- Extracted data entries
== == ==

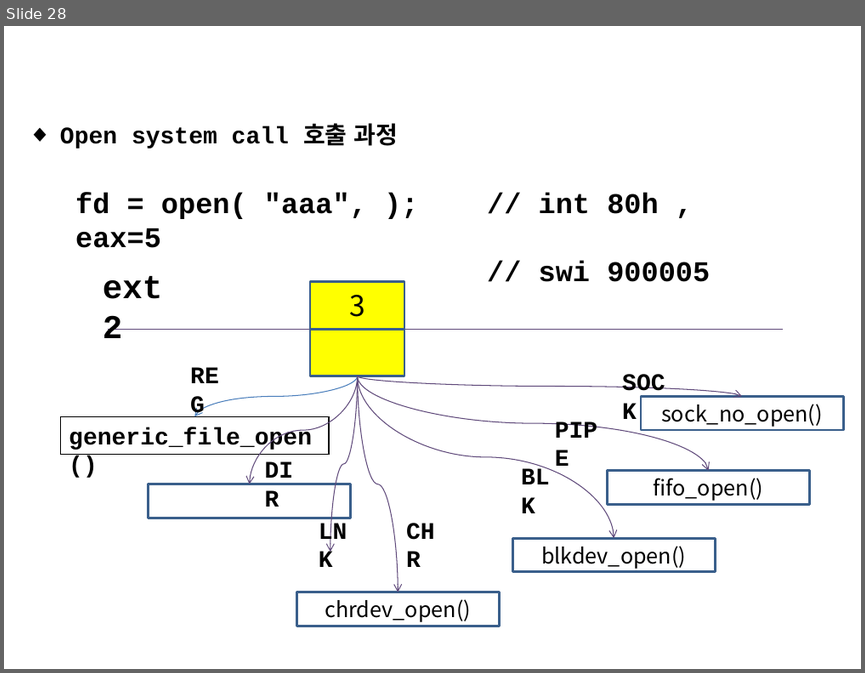
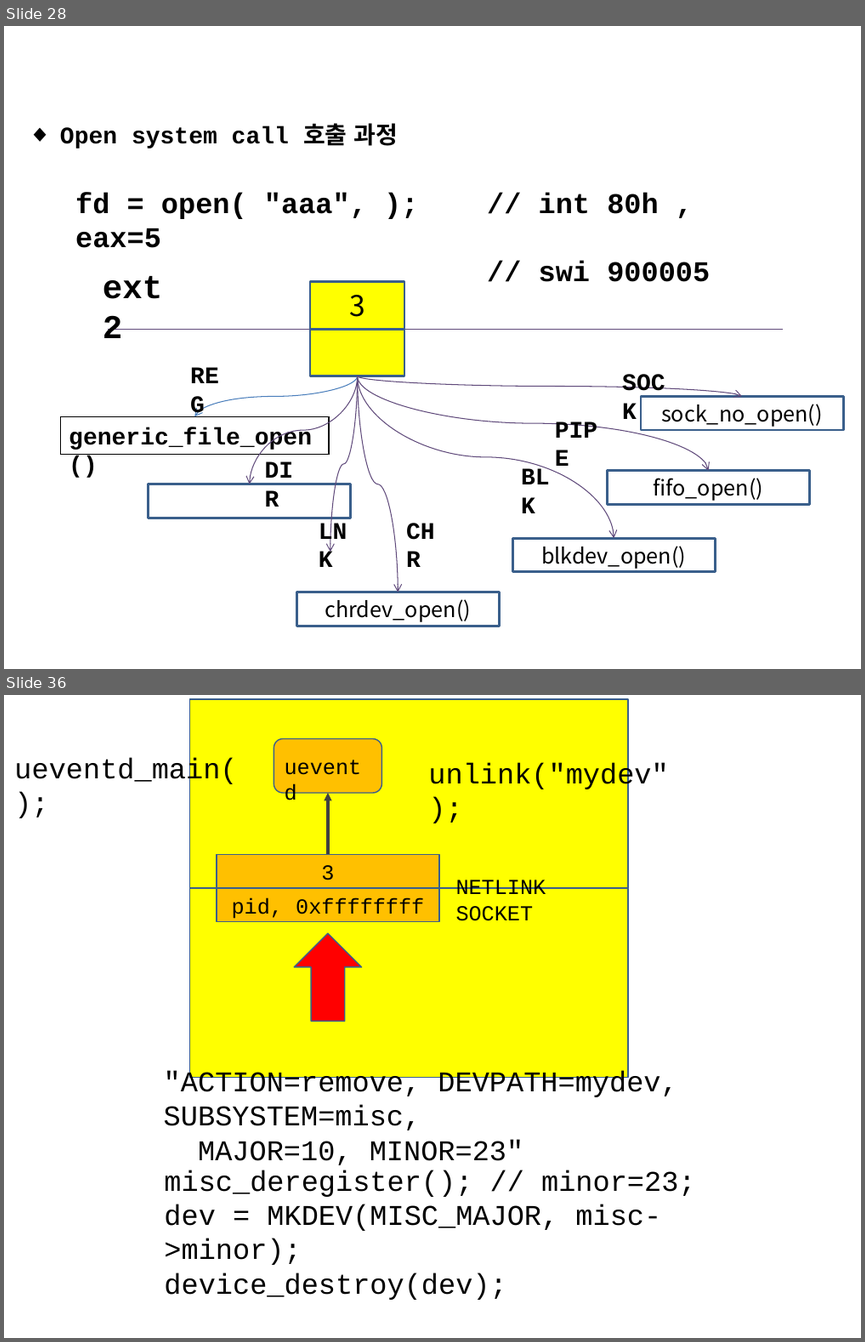
Before and after one commit to imguru-mooc/android-kernel, a slide deck: 03_day.pptx. Shown one above the other, each under a label of ours: slide 28 before the commit, slides 28 and 36 after it; the slides between them are not shown. The pictures are 865x673 and 865x1342 pixels, drawn with LibreOffice and Linux fonts; fonts in the diff are those of the drawing. Boxes give left, top, right and bottom in pixels: in the first picture for what was removed or moved away, otherwise in the second. Text is boxed around its words. In the diff, an @@ line names an element or a change of style, - is before the commit and + after.

```diff
--- a/03_day.pptx
+++ b/03_day.pptx
@@ slide 36 added at (4,695,861,1338), background #FFFFFF @@
@@ rectangle added at (190,699,629,888), fill #FFFF00, outline #3A5F8C 1 pt @@
@@ rounded rectangle added at (274,738,382,793), fill #FFC000, outline #3A5F8C 1 pt @@
@@ text added at (14,757,237,786), 24 pt, text #000000 @@
+ueventd_main();
@@ text added at (276,748,375,783), 18 pt, text #000000 @@
+ueventd
@@ text added at (428,762,668,791), 24 pt, text #000000 @@
+unlink("mydev");
@@ arrow added from (328, 854) to (328, 793), #404040 2.25 pt @@
@@ rectangle added at (216,854,439,888), fill #FFC000, outline #3A5F8C 1 pt, 18 pt, text #000000 @@
+3
@@ rectangle added at (190,888,629,1077), fill #FFFF00, outline #3A5F8C 1 pt @@
@@ rectangle added at (216,888,439,921), fill #FFC000, outline #3A5F8C 1 pt, 18 pt, text #000000 @@
+pid, 0xffffffff
@@ text added at (456,879,546,921), 18 pt, text #000000 @@
+NETLINK SOCKET
@@ up arrow added at (295,933,362,1021), fill #FF0000, outline #3A5F8C 1 pt @@
@@ text added at (164,1071,677,1165), 24 pt, text #000000 @@
+"ACTION=remove, DEVPATH=mydev, SUBSYSTEM=misc,
+MAJOR=10, MINOR=23"
@@ text added at (164,1169,696,1299), 24 pt, text #000000 @@
+misc_deregister(); // minor=23;
+dev = MKDEV(MISC_MAJOR, misc->minor);
+device_destroy(dev);
```
Also in this commit, not shown: 7 other slides added, 16 other files.

== == ==

All records above are to be printed exactly, minus the pictures they contain.

Before and after one commit to imguru-mooc/android-kernel, a slide deck: 03_day.pptx. Shown one above the other, each under a label of ours: slide 28 before the commit, slides 28 and 36 after it; the slides between them are not shown. The pictures are 865x673 and 865x1342 pixels, drawn with LibreOffice and Linux fonts; fonts in the diff are those of the drawing. Boxes give left, top, right and bottom in pixels: in the first picture for what was removed or moved away, otherwise in the second. Text is boxed around its words. In the diff, an @@ line names an element or a change of style, - is before the commit and + after.

```diff
--- a/03_day.pptx
+++ b/03_day.pptx
@@ slide 36 added at (4,695,861,1338), background #FFFFFF @@
@@ rectangle added at (190,699,629,888), fill #FFFF00, outline #3A5F8C 1 pt @@
@@ rounded rectangle added at (274,738,382,793), fill #FFC000, outline #3A5F8C 1 pt @@
@@ text added at (14,757,237,786), 24 pt, text #000000 @@
+ueventd_main();
@@ text added at (276,748,375,783), 18 pt, text #000000 @@
+ueventd
@@ text added at (428,762,668,791), 24 pt, text #000000 @@
+unlink("mydev");
@@ arrow added from (328, 854) to (328, 793), #404040 2.25 pt @@
@@ rectangle added at (216,854,439,888), fill #FFC000, outline #3A5F8C 1 pt, 18 pt, text #000000 @@
+3
@@ rectangle added at (190,888,629,1077), fill #FFFF00, outline #3A5F8C 1 pt @@
@@ rectangle added at (216,888,439,921), fill #FFC000, outline #3A5F8C 1 pt, 18 pt, text #000000 @@
+pid, 0xffffffff
@@ text added at (456,879,546,921), 18 pt, text #000000 @@
+NETLINK SOCKET
@@ up arrow added at (295,933,362,1021), fill #FF0000, outline #3A5F8C 1 pt @@
@@ text added at (164,1071,677,1165), 24 pt, text #000000 @@
+"ACTION=remove, DEVPATH=mydev, SUBSYSTEM=misc,
+MAJOR=10, MINOR=23"
@@ text added at (164,1169,696,1299), 24 pt, text #000000 @@
+misc_deregister(); // minor=23;
+dev = MKDEV(MISC_MAJOR, misc->minor);
+device_destroy(dev);
```
Also in this commit, not shown: 7 other slides added, 16 other files.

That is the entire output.